**Exercise brief:**
Only the number is wanted: state how many lines of the data below contain the word "HSlider".

-------- Excerpted records

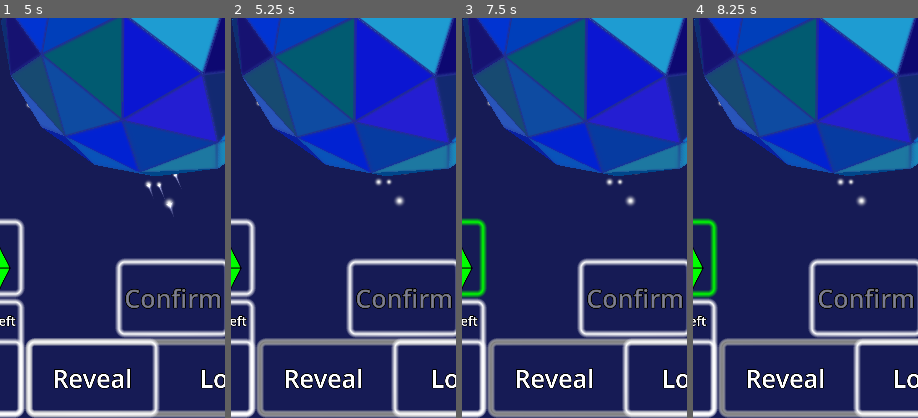
Above: before the commit, frames 1-4 (left to right).
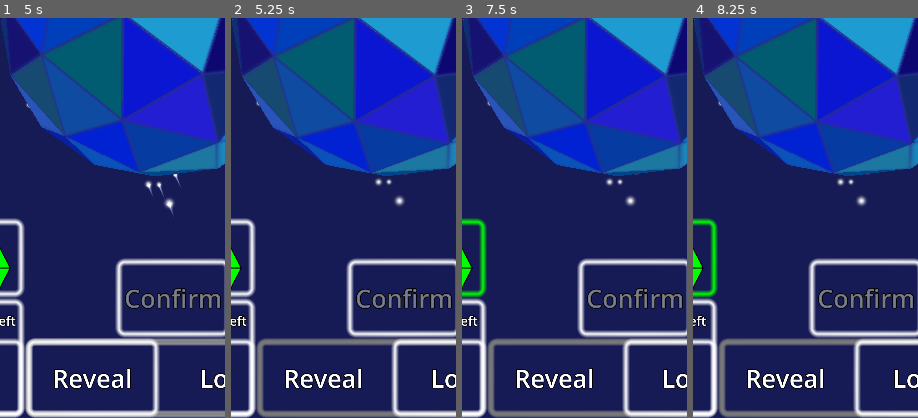
Above: after the commit, the same moments.

Repository: WalynC/sphereSweeperGodot
Game: Godot game, scene res://mainScenes/menu_scene.tscn
The game is run twice, just before and just after one commit, with the same random seed, the same clock (stepped at 60 frames per second) and the same inputs. Sound files missing from this copy of the repository are replaced by a short silence.
Inputs (mouse positions are % of the whole screen's width and height, from its top left):
- Up to frame 1 (5 s): click "New" at 0.5 s; tap Enter at 1.25 s; move the mouse to (72, 45) at 1.27 s; hold Down (scroll_down) 1.28-2 s; click (72, 45) at 1.42 s; click "Play" at 2 s; drag from (30, 55) to (45, 70) at 2.77 s; click (10, 80) at 3.5 s; click "0" at 4.25 s
- Up to frame 2 (5.25 s): click (50, 95) at 5 s
- Up to frame 3 (7.5 s): click "0:00" at 5.75 s; click "0" at 6.5 s; click (10, 80) at 7.25 s
- Up to frame 4 (8.25 s): click "0" at 8 s
The pictures show only the part of the screen within x 14-64%, y 50-100%; the shares and areas given below are measured in that part.

Frame 1 is identical in both runs. In frame 2, 1.5% of the frame differs, in the area x 11-74%, y 80-100%; in frame 3, 1.5%; in frame 4, 1.5%.

Commit message:
Fixes lack of indicator for selection on night theme

Diff:
--- /dev/null
+++ b/visualThemes/nightVisualTheme/Night_panel_dim.tres
@@ -0,0 +1,11 @@
+[gd_resource type="StyleBoxTexture" load_steps=2 format=3 uid="uid://c2ya0scdxnmed"]
+
+[ext_resource type="Texture2D" uid="uid://bc3pf5qrr28e4" path="res://darkUI2.png" id="1_rcno6"]
+
+[resource]
+texture = ExtResource("1_rcno6")
+texture_margin_left = 30.0
+texture_margin_top = 30.0
+texture_margin_right = 30.0
+texture_margin_bottom = 30.0
+modulate_color = Color(0.533333, 0.533333, 0.533333, 1)
--- a/visualThemes/nightVisualTheme/nightTheme.tres
+++ b/visualThemes/nightVisualTheme/nightTheme.tres
@@ -1,7 +1,8 @@
-[gd_resource type="Theme" load_steps=4 format=3 uid="uid://bchh2rjn1dcmx"]
+[gd_resource type="Theme" load_steps=5 format=3 uid="uid://bchh2rjn1dcmx"]
 
 [ext_resource type="StyleBox" uid="uid://c213432vcecjo" path="res://visualThemes/nightVisualTheme/Night_panel.tres" id="1_s87gc"]
 [ext_resource type="Texture2D" uid="uid://bc3pf5qrr28e4" path="res://darkUI2.png" id="2_kq7qg"]
+[ext_resource type="StyleBox" uid="uid://c2ya0scdxnmed" path="res://visualThemes/nightVisualTheme/Night_panel_dim.tres" id="2_x4cw8"]
 [ext_resource type="StyleBox" uid="uid://dog2d50icaoa2" path="res://visualThemes/nightVisualTheme/Night_sliderLeft.tres" id="3_froqt"]
 
 [resource]
@@ -12,7 +13,7 @@
 Button/styles/focus = ExtResource("1_s87gc")
 Button/styles/hover = ExtResource("1_s87gc")
 Button/styles/normal = ExtResource("1_s87gc")
-Button/styles/pressed = ExtResource("1_s87gc")
+Button/styles/pressed = ExtResource("2_x4cw8")
 HSlider/icons/grabber = ExtResource("2_kq7qg")
 HSlider/icons/grabber_disabled = ExtResource("2_kq7qg")
 HSlider/icons/grabber_highlight = ExtResource("2_kq7qg")
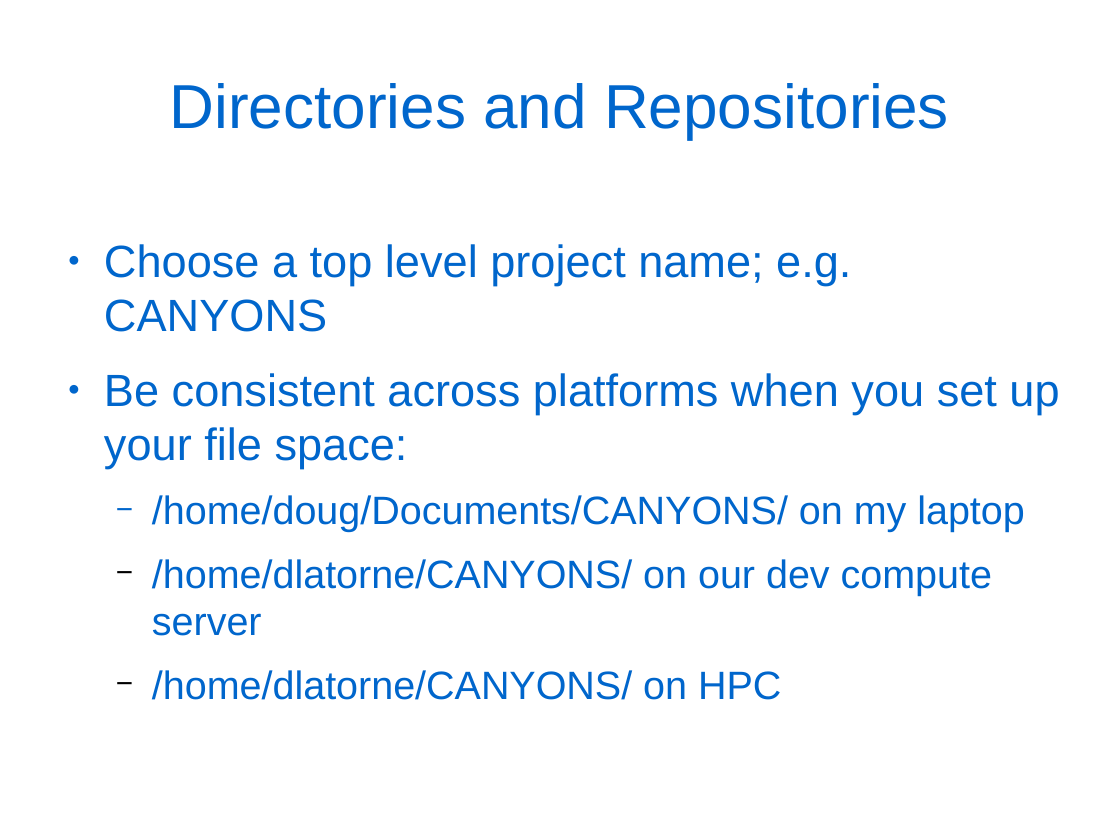
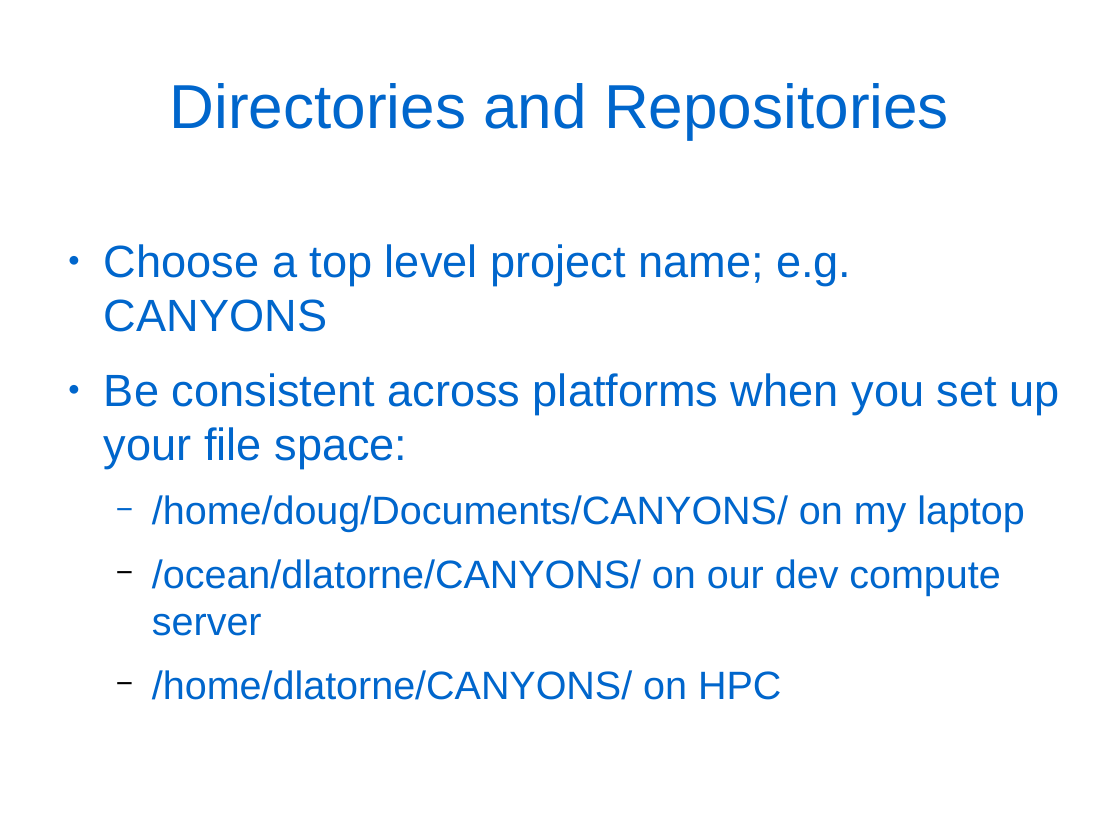
Before and after one commit to douglatornell/UQAR-Winter-School, a slide deck: slide 32 of slides.odp (slide 33 before the commit). Drawn at 1120x840 pixels with LibreOffice and Linux fonts; fonts in the diff are those of the drawing. Boxes give left, top, right and bottom in pixels: in the first picture for what was removed or moved away, otherwise in the second. Text is boxed around its words. In the diff, an @@ line names an element or a change of style, - is before the commit and + after.

```diff
--- a/slides.odp
+++ b/slides.odp
@@ text at bbox=[152, 559, 1000, 636]: text changed @@
-  − /home/dlatorne/CANYONS/ on our dev compute server
+  − /ocean/dlatorne/CANYONS/ on our dev compute server
```
Also in this commit, not shown: 5 other slides changed, 25 slides added, 9 slides removed, 2 other files.

----------------

**Output of the exercise:**
3